The turnaround came when, Collins said, when he entered the treatment facility. For a guy who had been touted as the All-American boy and the quintessential success story, it was a cruel dose of reality.

"When I went to rehab, I checked Kerry Collins the football player at the door," he said. "And for the first time in a long time, I started to look at myself as a person. . . . Humility is not always a strong suit for professional athletes. One of the first things I had to do in rehab was to get humble. That humility comes from realizing I have a problem. I can't control alcohol."

Ironically, though, Collins was in total control in front of his inquisitors on Monday night. Part of his good fortune in landing with the Giants was the presence of a strong support group, including Dr. Joel Goldberg, the club's director of counseling services. The two men have worked closely in Collins' two years in New York, and the quarterback has finally learned to confront all of the demons from his past and to look confidently toward the future.

When he arrived at his first Giants mini-camp, a team that had already heard all the negatives was skeptical of him. Black players, cognizant of the incident in Carolina, originally shunned Collins. And until Michael Strahan endorsed Collins, his $5 million-a-year contract with the team didn't afford him a true status.

Said Strahan: "You had to look deep into him but, when you did, there was something there that seemed like it was worthwhile."
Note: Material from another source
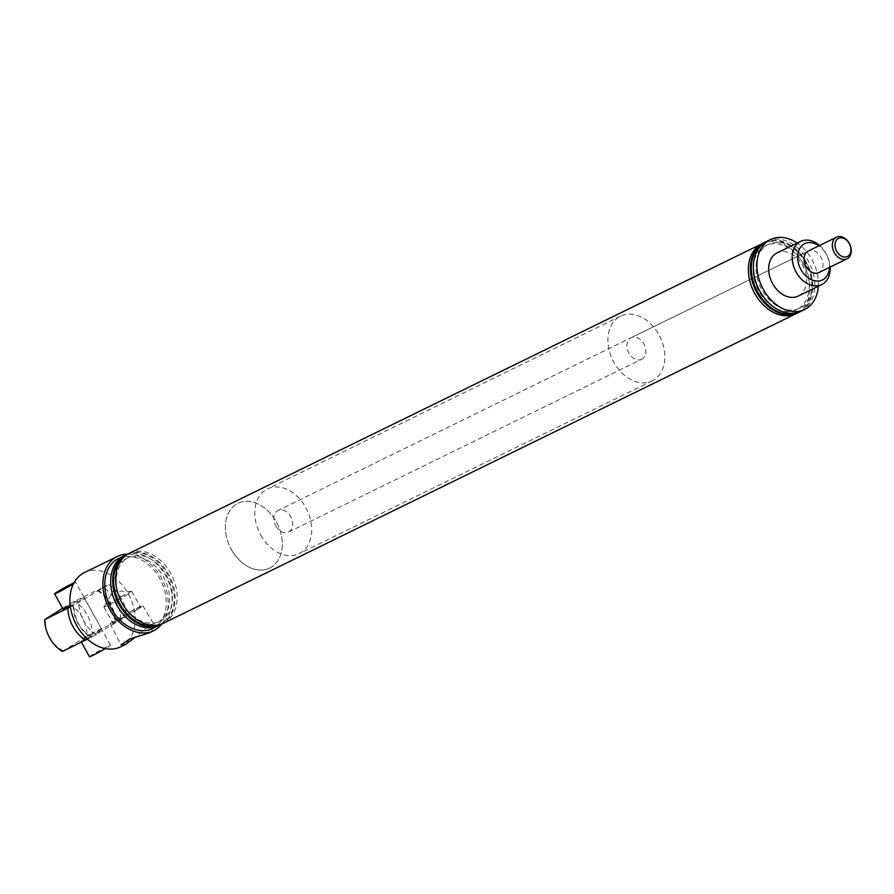 <?xml version="1.0" encoding="UTF-8"?>
<svg xmlns="http://www.w3.org/2000/svg" width="894" height="894" viewBox="0 0 894 894"><rect width="100%" height="100%" fill="white"/><g stroke="black" fill="none" stroke-linecap="round" stroke-linejoin="round"><path stroke-width="0.67" stroke-dasharray="4.47 3.35" d="M103.022 587.347L108.621 584.62L73.241 605.629A30.027 21.959 63.9 0 0 90.92 637.523L126.3 616.514L120.701 619.251A30.027 21.959 63.9 0 0 103.022 587.347L98.184 589.995M72.794 605.573L70.402 606.836M120.701 619.251L115.404 621.844A30.027 21.959 63.9 0 0 97.725 589.939L74.481 601.316L62.625 608.3M136.234 609.976A15.947 0.76 151 0 1 121.238 618.458A15.947 0.76 151 0 1 112.521 622.492A15.947 0.76 151 0 1 116.701 619.542A15.947 0.76 151 0 1 131.697 611.06A15.947 0.76 151 0 1 140.414 607.026A15.947 0.76 151 0 1 136.234 609.976M127.63 594.454A15.947 0.76 151 0 1 112.633 602.925A15.947 0.76 151 0 1 103.916 606.959A15.947 0.76 151 0 1 103.927 606.881A15.947 0.76 151 0 1 108.096 604.009A15.947 0.76 151 0 1 122.579 595.806A15.947 0.76 151 0 1 131.742 591.47A15.947 0.76 151 0 1 131.809 591.493A15.947 0.76 151 0 1 127.63 594.454M149.108 632.918L151.086 631.834L154.897 626.068L147.231 627.029L134.815 637.578M137.911 609.16A18.673 0.883 151 0 1 120.332 619.095A18.673 0.883 151 0 1 110.141 623.811A18.673 0.883 151 0 1 115.035 620.358A18.673 0.883 151 0 1 132.58 610.434A18.673 0.883 151 0 1 142.794 605.707A18.673 0.883 151 0 1 137.911 609.16M829.476 267.395A20.171 14.751 63.9 0 0 818.915 245.816M819.574 245.504A24.015 17.567 -116.1 0 1 830.135 267.071M152.628 628.527A38.911 28.463 63.9 0 0 154.371 627.566A38.911 28.463 63.9 0 0 160.473 579.86A38.911 28.463 63.9 0 0 118.421 558.627M125.35 555.263A38.911 28.463 -116.1 0 1 166.72 577.669A38.911 28.463 -116.1 0 1 160.249 624.683A38.911 28.463 -116.1 0 1 159.534 625.118M120.724 646.809A41.314 30.217 63.9 0 0 122.567 645.792A41.314 30.217 63.9 0 0 129.06 595.136A41.314 30.217 63.9 0 0 84.405 572.596M161.747 624.057A41.314 30.217 63.9 0 0 162.663 580.295A41.314 30.217 63.9 0 0 127.551 554.157M98.753 631.846A12.013 0.57 151 0 1 87.456 638.227A12.013 0.57 151 0 1 80.896 641.266A12.013 0.57 151 0 1 84.036 639.042A12.013 0.57 151 0 1 95.334 632.661A12.013 0.57 151 0 1 101.905 629.622A12.013 0.57 151 0 1 98.753 631.846M70.291 606.054A12.013 0.57 -29 0 0 81.075 599.941A12.013 0.57 -29 0 0 84.215 597.717A12.013 0.57 -29 0 0 77.655 600.757A12.013 0.57 -29 0 0 66.357 607.149M124.199 559.633A35.548 25.993 -116.1 0 1 163.613 577.066A35.548 25.993 -116.1 0 1 158.629 621.755A35.548 25.993 -116.1 0 1 119.204 604.322A35.548 25.993 -116.1 0 1 124.199 559.633M126.367 554.738A38.911 28.463 -116.1 0 1 168.418 575.971A38.911 28.463 -116.1 0 1 162.317 623.677A38.911 28.463 -116.1 0 1 160.574 624.638M128.3 553.833A38.911 28.463 -116.1 0 1 169.659 576.228A38.911 28.463 -116.1 0 1 163.2 623.252A38.911 28.463 -116.1 0 1 162.473 623.677M127.138 558.202A35.548 25.993 -116.1 0 1 166.563 575.624A35.548 25.993 -116.1 0 1 161.568 620.313A35.548 25.993 -116.1 0 1 122.154 602.88A35.548 25.993 -116.1 0 1 127.138 558.202M129.317 553.297A38.911 28.463 -116.1 0 1 171.369 574.529A38.911 28.463 -116.1 0 1 165.256 622.235A38.911 28.463 -116.1 0 1 163.513 623.196M642.205 358.997A12.013 8.784 -116.1 0 1 641.668 359.287A12.013 8.784 -116.1 0 1 628.694 352.739A12.013 8.784 -116.1 0 1 630.572 338.01A12.013 8.784 -116.1 0 1 631.108 337.72A12.013 8.784 -116.1 0 1 644.093 344.268A12.013 8.784 -116.1 0 1 642.205 358.997M271.273 567.165A36.028 26.351 -116.1 0 1 269.664 568.048A36.028 26.351 -116.1 0 1 230.73 548.391A36.028 26.351 -116.1 0 1 236.385 504.216A36.028 26.351 -116.1 0 1 237.994 503.333A36.028 26.351 -116.1 0 1 276.928 522.99A36.028 26.351 -116.1 0 1 271.273 567.165M653.838 379.984A36.028 26.351 -116.1 0 1 652.229 380.866A36.028 26.351 -116.1 0 1 613.284 361.21A36.028 26.351 -116.1 0 1 618.939 317.024A36.028 26.351 -116.1 0 1 620.559 316.141A36.028 26.351 -116.1 0 1 659.493 335.798A36.028 26.351 -116.1 0 1 653.838 379.984M797.236 313.09A38.911 28.463 63.9 0 0 797.962 312.665A38.911 28.463 63.9 0 0 804.421 265.641A38.911 28.463 63.9 0 0 763.063 243.235M798.387 308.721A35.548 25.993 63.9 0 0 803.382 264.032A35.548 25.993 63.9 0 0 763.957 246.599A35.548 25.993 63.9 0 0 758.972 291.288A35.548 25.993 63.9 0 0 798.387 308.721M801.337 307.279A35.548 25.993 63.9 0 0 806.321 262.59A35.548 25.993 63.9 0 0 766.907 245.168A35.548 25.993 63.9 0 0 761.911 289.846A35.548 25.993 63.9 0 0 801.337 307.279M800.175 311.648A38.911 28.463 63.9 0 0 800.901 311.224A38.911 28.463 63.9 0 0 807.36 264.211A38.911 28.463 63.9 0 0 766.002 241.805M798.208 296.07A24.015 17.567 63.9 0 0 799.281 295.478A24.015 17.567 63.9 0 0 803.047 266.021A24.015 17.567 63.9 0 0 777.098 252.913M801.225 311.168A38.911 28.463 63.9 0 0 802.957 310.218A38.911 28.463 63.9 0 0 809.07 262.501A38.911 28.463 63.9 0 0 767.018 241.268M818.323 286.225A38.911 28.463 63.9 0 0 797.202 243.079M798.275 312.609A38.911 28.463 63.9 0 0 800.018 311.648A38.911 28.463 63.9 0 0 806.131 263.942A38.911 28.463 63.9 0 0 764.079 242.71M631.108 337.72L808.265 251.035A12.013 8.784 -116.1 0 1 821.251 257.584A12.013 8.784 -116.1 0 1 819.362 272.312M115.862 621.889L92.16 633.209A30.027 21.959 63.9 0 0 74.481 601.316M68.961 604.411A26.183 19.143 -116.1 0 1 86.64 636.304L92.16 633.209M62.379 651.491L86.64 636.304M63.195 650.698A26.183 19.143 -116.1 0 1 45.516 618.804M87.411 639.098L90.473 637.467M108.621 584.62A30.027 21.959 -116.1 0 1 126.3 616.514M96.518 634.785A30.027 21.959 -116.1 0 1 78.84 602.891M260.746 535.104A36.028 26.351 63.9 0 0 299.088 553.654A36.028 26.351 63.9 0 0 305.759 507.479A36.028 26.351 63.9 0 0 267.418 488.929A36.028 26.351 63.9 0 0 260.746 535.104M231.322 549.497A36.028 26.351 63.9 0 0 269.664 568.048A36.028 26.351 63.9 0 0 276.335 521.884A36.028 26.351 63.9 0 0 237.994 503.333A36.028 26.351 63.9 0 0 231.322 549.497M275.754 525.895A12.013 8.784 63.9 0 0 288.527 532.075A12.013 8.784 63.9 0 0 290.751 516.687A12.013 8.784 63.9 0 0 277.978 510.508A12.013 8.784 63.9 0 0 275.754 525.895M89.501 656.788A12.013 0.57 151 0 1 92.641 654.564A12.013 0.57 151 0 1 103.939 648.184A12.013 0.57 151 0 1 110.51 645.144A12.013 0.57 151 0 1 107.358 647.368A12.013 0.57 151 0 1 105.313 648.597M74.023 582.743A12.013 0.57 151 0 1 75.61 582.195A12.013 0.57 151 0 1 73.476 583.782M91.434 637.076C80.114 629.912 74.224 619.285 73.766 605.193M103.916 606.959L112.521 622.492M131.742 591.47L113.225 590.856L103.927 606.881M110.141 623.811L121.003 644.876M81.399 642.183L80.896 641.266M288.527 532.075L641.668 359.287M652.229 380.866L299.088 553.654M620.559 316.141L267.418 488.929M97.211 590.386C108.543 597.55 114.432 608.177 114.89 622.269M84.215 597.717L101.905 629.622M142.794 605.707L154.897 626.068M131.809 591.493L140.414 607.026M808.265 251.035L277.978 510.508M110.51 645.144L75.61 582.195"/><path stroke-width="1.34" d="M134.815 637.578L125.54 644.451L121.003 644.876L129.719 639.009L149.108 632.918L153.679 630.683A41.314 30.217 63.9 0 0 155.534 629.667A41.314 30.217 63.9 0 0 161.747 624.057M818.915 245.816A20.171 14.751 63.9 0 0 803.773 244.196A20.171 14.751 63.9 0 0 800.946 269.552A20.171 14.751 63.9 0 0 823.318 279.442A20.171 14.751 63.9 0 0 829.476 267.395M830.135 267.071A24.015 17.567 -116.1 0 1 822.826 283.957A24.015 17.567 -116.1 0 1 821.754 284.549A24.015 17.567 -116.1 0 1 795.794 271.441A24.015 17.567 -116.1 0 1 799.56 241.983A24.015 17.567 -116.1 0 1 800.633 241.402A24.015 17.567 -116.1 0 1 819.574 245.504M124.311 555.744L118.421 558.627A38.911 28.463 63.9 0 0 116.678 559.577A38.911 28.463 63.9 0 0 110.577 607.294A38.911 28.463 63.9 0 0 152.628 628.527L158.517 625.644A38.911 28.463 -116.1 0 1 116.466 604.411A38.911 28.463 -116.1 0 1 122.567 556.705A38.911 28.463 -116.1 0 1 124.311 555.744A38.911 28.463 -116.1 0 1 125.35 555.263M127.551 554.157A41.314 30.217 63.9 0 0 117.371 556.47L84.405 572.596A41.314 30.217 63.9 0 0 82.561 573.613A41.314 30.217 63.9 0 0 76.079 624.269A41.314 30.217 63.9 0 0 120.724 646.809L125.54 644.451M117.371 556.47A41.314 30.217 63.9 0 0 115.516 557.487A41.314 30.217 63.9 0 0 109.034 608.144A41.314 30.217 63.9 0 0 153.679 630.683M66.357 607.149A12.013 0.57 -29 0 0 63.217 609.362A12.013 0.57 -29 0 0 70.291 606.054M162.473 623.677A38.911 28.463 -116.1 0 1 161.456 624.202L160.574 624.638A38.911 28.463 -116.1 0 1 118.522 603.405A38.911 28.463 -116.1 0 1 124.624 555.688A38.911 28.463 -116.1 0 1 126.367 554.738L127.25 554.302A38.911 28.463 -116.1 0 1 128.3 553.833M161.456 624.202A38.911 28.463 -116.1 0 1 119.405 602.969A38.911 28.463 -116.1 0 1 125.506 555.263A38.911 28.463 -116.1 0 1 127.25 554.302M796.219 313.615L163.513 623.196A38.911 28.463 -116.1 0 1 121.461 601.964A38.911 28.463 -116.1 0 1 127.574 554.258A38.911 28.463 -116.1 0 1 129.317 553.297L762.012 243.716A38.911 28.463 63.9 0 0 760.269 244.677A38.911 28.463 63.9 0 0 754.167 292.383A38.911 28.463 63.9 0 0 796.219 313.615A38.911 28.463 63.9 0 0 797.236 313.09M819.362 272.312A12.013 8.784 -116.1 0 1 818.826 272.603A12.013 8.784 -116.1 0 1 805.852 266.054A12.013 8.784 -116.1 0 1 807.729 251.326A12.013 8.784 -116.1 0 1 808.265 251.035L836.516 237.212A12.013 8.784 -116.1 0 1 849.3 243.392A12.013 8.784 -116.1 0 1 847.076 258.779A12.013 8.784 -116.1 0 1 834.292 252.6A12.013 8.784 -116.1 0 1 836.516 237.212M763.063 243.235A38.911 28.463 63.9 0 0 762.012 243.716M766.002 241.805A38.911 28.463 63.9 0 0 764.962 242.274A38.911 28.463 63.9 0 0 763.219 243.235A38.911 28.463 63.9 0 0 757.106 290.941A38.911 28.463 63.9 0 0 799.158 312.174A38.911 28.463 63.9 0 0 800.175 311.648M800.633 241.402L777.098 252.913A24.015 17.567 63.9 0 0 776.014 253.505A24.015 17.567 63.9 0 0 772.248 282.962A24.015 17.567 63.9 0 0 798.208 296.07L821.754 284.549M797.202 243.079A38.911 28.463 63.9 0 0 770.55 239.536L767.018 241.268A38.911 28.463 63.9 0 0 765.275 242.229A38.911 28.463 63.9 0 0 759.174 289.935A38.911 28.463 63.9 0 0 801.225 311.168L804.756 309.447A38.911 28.463 63.9 0 0 806.489 308.486A38.911 28.463 63.9 0 0 818.323 286.225M770.55 239.536A38.911 28.463 63.9 0 0 768.806 240.497A38.911 28.463 63.9 0 0 762.705 288.214A38.911 28.463 63.9 0 0 804.756 309.447M764.962 242.274L764.079 242.71A38.911 28.463 63.9 0 0 762.336 243.671A38.911 28.463 63.9 0 0 756.223 291.377A38.911 28.463 63.9 0 0 798.275 312.609L799.158 312.174M159.534 625.118A38.911 28.463 -116.1 0 1 158.517 625.644M62.625 608.3L44.7 619.598A30.027 21.959 63.9 0 0 62.379 651.491L87.411 639.098M70.402 606.836L44.7 619.598M67.944 608.222A30.027 21.959 63.9 0 0 85.623 640.115M836.672 251.292A10.091 7.375 63.9 0 0 847.858 256.232A10.091 7.375 63.9 0 0 849.278 243.559A10.091 7.375 63.9 0 0 838.091 238.609A10.091 7.375 63.9 0 0 836.672 251.292M73.476 583.782A12.013 0.57 151 0 1 72.47 584.419A12.013 0.57 151 0 1 61.172 590.8A12.013 0.57 151 0 1 54.601 593.839A12.013 0.57 151 0 1 57.752 591.616A12.013 0.57 151 0 1 74.023 582.743M105.313 648.597A12.013 0.57 151 0 1 89.501 656.788L81.399 642.183M847.076 258.779L818.826 272.603M63.217 609.362L54.601 593.839"/></g></svg>

Not until Collins undertook that same exercise, though, did he begin to emerge again as a person and a player. He made it clear on Monday that excavating the first of those was more important. Had he come out of the treatment facility having salvaged his life but not his profession, you get the impression that Collins would have been all right with that split-decision. But by completing the entire equation, he now has the opportunity to fulfill his destiny.

"I'm human and I have human weaknesses and frailties," he said. "We all do. Hopefully, people who have problems and know that everything doesn't always go right, will see me as a kind of role model, because I am trying to get it right."